Mentally Drained - LA week 4
- Jun 12, 2023
- 3 min read

I’m in my fourth week now at my program and I’m drained.
I go into Monday thinking it’s going to be a good week and I’m going to get a lot of things done, and while I do, it’s beginning to become more and more exhausting. Creating unique content that people want to watch is hard all while still having to pay attention and provide feedback on eight other content pages.
Out of the past four weeks, this one has been one of the more mentally difficult ones. I don’t know why, I guess sometimes it’s just like that.
My headaches get worse with each day that goes by and my screen time continues to rise as I stare at the screen not doing anything. Each call gets harder and harder as I’m reminded that I’m the one who made the choice to be in an unfamiliar place for a while and memories are being made with a Katie-sized hole. And in our apartment, we’re having issues that shouldn’t even be a problem, but it’s eating away at my mind because the situation is on repeat.
On the content side of things, I get caught up in the numbers and comparing my creations to people in my class. Seeing that I have zero views or comments is hard when I put a lot of work into a piece of content only for it to perform poorly. Other people are using their platforms that have already been established with a following and I’m starting from the ground up. Everyone’s at differing skill levels too, so when I look at other people I need to start remembering that we’re all coming from various places in our experiences.
I can’t even respond to people anymore on my phone because I’m just tired and exhausted. I see the notifications, but I can’t bring myself to look at a screen anymore because my head hurts.
Yet I don’t understand how staring at a screen and talking about women in sports drains me so much. It’s something I love to talk about, but I think the idea of creating something new every single week while making the topic interesting drains me.
I constantly think about what I’m posting. Who’s going to watch it. If my audience will find it interesting. Which videos will be better.
It’s like all these questions are just on repeat and I’m an over thinker (if you can’t tell by now). And overthinking means there’s no mental space for anything else besides all these thoughts that crowd my mind.

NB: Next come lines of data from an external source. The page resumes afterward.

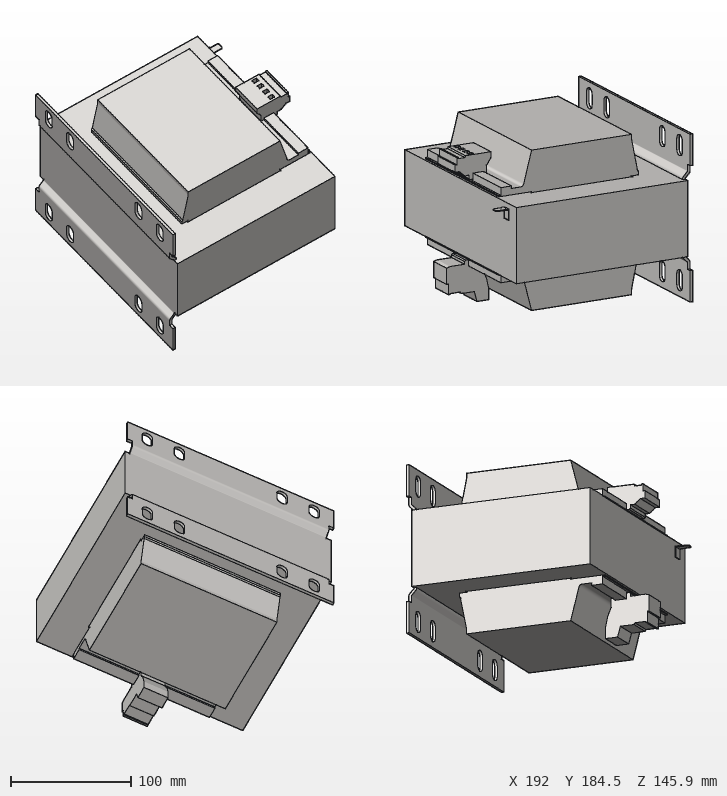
import cadquery as cq
import math


core_width = 192.0
core_half_height = 33.0
core_front = 7.25
leg_width = core_width / 6
yoke_joint = core_front + 4 * leg_width
core_rear = yoke_joint + leg_width
window_front = core_front + leg_width
window_half_width = core_width / 2 - leg_width

coil_half_width = 63.2
coil_half_height = 69.5
coil_front = 40.0
coil_rear = 134.7
coil_shoulder = 65.5
bobbin_underside = core_half_height + 0.5
bobbin_front = 33.4
bobbin_foot = 36.6
slope_end_y = 34.4
slope_end_z = 37.9
rail_floor = 39.1
rail_top = 41.2
rail_front = 153.7
rail_rear = 163.8
lip_top = 34.5
lip_rear = 165.8
coil_root = 142.8
coil_root_radius = 3.0
edge_search = 1.0

plate_thickness = 2.5
flange_half_height = 72.7
web_front = core_front - plate_thickness
neck_width = 182.8
neck_end = 45.5
bend_start = 39.8
bend_outer_radius = 3.4
bend_inner_radius = bend_outer_radius - plate_thickness
bend_angle = 45.0
bend_setback = (bend_outer_radius + bend_inner_radius) * math.tan(math.radians(bend_angle / 2))
bend_drop = web_front / math.tan(math.radians(bend_angle))
web_bend_start = bend_start - bend_drop - bend_setback
slot_angle = 90.0
slot_width = 9.5
slot_length = 18.0
slot_height = 58.5
slot_positions = (-77.6, -47.75, 47.75, 77.6)

block_right = 15.0
upper_block_width = 30.0
lower_block_width = 22.5
hook_z = 35.8
hook_front = 166.4
hook_rear = 167.5
hook_chamfer_z = 36.8
block_throat = 146.7
terminal_rear = 184.5
lower_block_bottom = -73.25
upper_block_top = 57.25
upper_block_front = 150.8
upper_block_bottom = 39.8
upper_block_rear = 180.5
upper_step_y = 171.3
upper_nose_bottom = 44.1
upper_ledge_y = 178.9
upper_ledge_z = 50.5
upper_rib_front = 177.3
upper_rib_top = 56.6
upper_recess_z = 55.7
lower_block_front = 149.9
lower_block_top = -39.2
lower_foot_front = 144.6
lower_step_z = -64.2
lower_recess_z = -62.8
lower_ledge_y = 182.8
lower_ledge_z = -54.2
lower_rib_bottom = -63.5
upper_slope_top = 51.9
upper_slope_bottom = 46.2
upper_nose_y = 176.6
upper_top_rear = 170.8
lower_slope_top = -46.8
lower_slope_bottom = -54.4
lower_knee_y = 145.3
lower_knee_z = -60.8
lower_foot_top = -64.0
lower_foot_rear = 155.7
lower_step_front = 158.3
lower_step_rear = 170.7
lower_recess_front = 171.5
lower_recess_rear = 180.9
lower_rib_front = 181.3
lower_chamfer_z = -40.2
lower_chamfer_y = 181.4
pocket_width = 3.4
pocket_length = 4.6
pocket_depth = 5.0
pocket_y = 164.2
pocket_positions = (-11.1, -3.8, 3.8, 11.1)

tab_x = -79.8
tab_thickness = 0.8
tab_height = 28.0
tab_foot_bottom = 18.8
tab_base_width = 7.8
tab_base_rear = 170.4
tab_blade_width = 6.3
tab_rear = 179.0
tab_chamfer = 1.0


def box(x_range, y_range, z_range):
    """Axis-aligned box given by its limits."""
    size = [high - low for low, high in (x_range, y_range, z_range)]
    corner = (x_range[0], y_range[0], z_range[0])
    return cq.Workplane("XY").box(*size, centered=False).translate(corner)


def extrude_along_x(outline, x_start, width):
    """Extrude a closed outline drawn in the YZ plane."""
    return outline.extrude(width).translate((x_start, 0, 0))


def polygon(points):
    return cq.Workplane("YZ").polyline(points).close()


def with_mirror(shape):
    """The shape joined with its copy below the mid plane."""
    return shape.union(shape.mirror("XY"))


def make_core():
    """E-I core block with the clearance gaps beside the coil."""
    half_width = core_width / 2
    core = box(
        (-half_width, half_width),
        (core_front, core_rear),
        (-core_half_height, core_half_height),
    )
    for low, high in (
        (-window_half_width, -coil_half_width),
        (coil_half_width, window_half_width),
    ):
        gap = box((low, high), (window_front, yoke_joint), (-core_half_height, core_half_height))
        core = core.cut(gap)
    return core


def make_coil():
    """Coil through the core, with bobbin flange and terminal rail above and below."""
    outline = polygon(
        [
            (coil_front, 0),
            (coil_front, bobbin_underside),
            (bobbin_front, bobbin_underside),
            (bobbin_front, bobbin_foot),
            (slope_end_y, slope_end_z),
            (coil_front, coil_shoulder),
            (coil_front, coil_half_height),
            (coil_rear, coil_half_height),
            (coil_root, rail_floor),
            (rail_front, rail_floor),
            (rail_front, rail_top),
            (rail_rear, rail_top),
            (rail_rear, lip_top),
            (lip_rear, lip_top),
            (lip_rear, bobbin_underside),
            (coil_rear, bobbin_underside),
            (coil_rear, 0),
        ]
    )
    half = extrude_along_x(outline, -coil_half_width, 2 * coil_half_width)
    root = cq.selectors.BoxSelector(
        (-coil_half_width, coil_root - edge_search, rail_floor - edge_search),
        (coil_half_width, coil_root + edge_search, rail_floor + edge_search),
    )
    half = half.edges(root).fillet(coil_root_radius)
    return with_mirror(half)


def make_foot_plate():
    """Plate on the core front with two stepped, slotted mounting flanges."""
    half_width = core_width / 2
    web = box(
        (-half_width, half_width),
        (web_front, core_front),
        (-core_half_height, core_half_height),
    )
    flange = box(
        (-half_width, half_width),
        (0, plate_thickness),
        (neck_end, flange_half_height),
    )

    half_bend = math.radians(bend_angle / 2)
    bend = math.radians(bend_angle)

    def flange_bend(radius, angle):
        return (
            bend_outer_radius - radius * math.cos(angle),
            bend_start - radius * math.sin(angle),
        )

    def web_bend(radius, angle):
        y, z = flange_bend(radius, angle)
        return (core_front - y, bend_start + web_bend_start - z)

    outline = (
        cq.Workplane("YZ")
        .moveTo(0, neck_end)
        .lineTo(0, bend_start)
        .threePointArc(flange_bend(bend_outer_radius, half_bend), flange_bend(bend_outer_radius, bend))
        .lineTo(*web_bend(bend_inner_radius, bend))
        .threePointArc(web_bend(bend_inner_radius, half_bend), (web_front, web_bend_start))
        .lineTo(web_front, 0)
        .lineTo(core_front, 0)
        .lineTo(core_front, web_bend_start)
        .threePointArc(web_bend(bend_outer_radius, half_bend), web_bend(bend_outer_radius, bend))
        .lineTo(*flange_bend(bend_inner_radius, bend))
        .threePointArc(flange_bend(bend_inner_radius, half_bend), (plate_thickness, bend_start))
        .lineTo(plate_thickness, neck_end)
        .close()
    )
    neck = extrude_along_x(outline, -neck_width / 2, neck_width)

    slots = (
        cq.Workplane("XZ")
        .pushPoints([(x, slot_height) for x in slot_positions])
        .slot2D(slot_length, slot_width, slot_angle)
        .extrude(-plate_thickness)
    )
    return web.union(with_mirror(flange.union(neck).cut(slots)))


def make_upper_block():
    """Double terminal block hooked onto the upper rail."""
    outline = polygon(
        [
            (block_throat, upper_block_top),
            (block_throat, upper_slope_top),
            (upper_block_front, upper_slope_bottom),
            (upper_block_front, rail_floor),
            (rail_rear, rail_floor),
            (rail_rear, hook_z),
            (hook_front, hook_z),
            (hook_rear, hook_chamfer_z),
            (hook_rear, upper_block_bottom),
            (upper_step_y, upper_block_bottom),
            (upper_nose_y, upper_nose_bottom),
            (upper_block_rear, upper_nose_bottom),
            (upper_block_rear, upper_ledge_z),
            (upper_ledge_y, upper_ledge_z),
            (upper_ledge_y, upper_rib_top),
            (upper_rib_front, upper_rib_top),
            (upper_rib_front, upper_recess_z),
            (upper_step_y, upper_recess_z),
            (upper_top_rear, upper_block_top),
        ]
    )
    block = extrude_along_x(outline, block_right - upper_block_width, upper_block_width)
    pockets = (
        cq.Workplane("XY", origin=(0, 0, upper_block_top))
        .pushPoints([(x, pocket_y) for x in pocket_positions])
        .rect(pocket_width, pocket_length)
        .extrude(-pocket_depth)
    )
    return block.cut(pockets)


def make_lower_block():
    """Larger terminal block hooked onto the lower rail."""
    outline = polygon(
        [
            (lower_block_front, -rail_floor),
            (lower_block_front, lower_slope_top),
            (block_throat, lower_slope_bottom),
            (lower_knee_y, lower_knee_z),
            (lower_foot_front, lower_foot_top),
            (lower_foot_front, lower_block_bottom),
            (lower_foot_rear, lower_block_bottom),
            (lower_step_front, lower_step_z),
            (lower_step_rear, lower_step_z),
            (lower_recess_front, lower_recess_z),
            (lower_recess_rear, lower_recess_z),
            (lower_rib_front, lower_rib_bottom),
            (lower_ledge_y, lower_rib_bottom),
            (lower_ledge_y, lower_ledge_z),
            (terminal_rear, lower_ledge_z),
            (terminal_rear, lower_chamfer_z),
            (lower_chamfer_y, lower_block_top),
            (hook_rear, lower_block_top),
            (hook_rear, -hook_chamfer_z),
            (hook_front, -hook_z),
            (rail_rear, -hook_z),
            (rail_rear, -rail_floor),
        ]
    )
    return extrude_along_x(outline, block_right - lower_block_width, lower_block_width)


def make_earth_tab():
    """L-shaped blade terminal on the rear of the core."""
    z_range = (tab_height - tab_thickness / 2, tab_height + tab_thickness / 2)
    base_x = (tab_x - tab_base_width / 2, tab_x + tab_base_width / 2)
    blade_x = (tab_x - tab_blade_width / 2, tab_x + tab_blade_width / 2)
    foot = box(base_x, (core_rear, core_rear + tab_thickness), (tab_foot_bottom, z_range[1]))
    base = box(base_x, (core_rear, tab_base_rear), z_range)
    blade = box(blade_x, (core_rear, tab_rear), z_range)
    blade = blade.faces(">Y").edges("|Z").chamfer(tab_chamfer)
    return foot.union(base).union(blade)


result = (
    make_core()
    .union(make_coil())
    .union(make_foot_plate())
    .union(make_upper_block())
    .union(make_lower_block())
    .union(make_earth_tab())
)

Luckily, I’m creating something I have a passion for, otherwise I don’t know how this would go.
And it’s not like I’m not doing anything outside the content, I am. The other week, my roommates and I went to the beach for a good week reset. Even just this past weekend, me and a friend went to Griffith Observatory, had a great time, but yet I’m exhausted. My battery is just completely drained.
I don’t know what it’s going to take to get the spark back. Maybe it’ll be going to the U.S. Open this week. Or taking time to myself for a certain amount of time everyday to recharge. Or spending time worshipping instead of worrying. Whatever it may be, I need to find it and soon, because this can’t continue.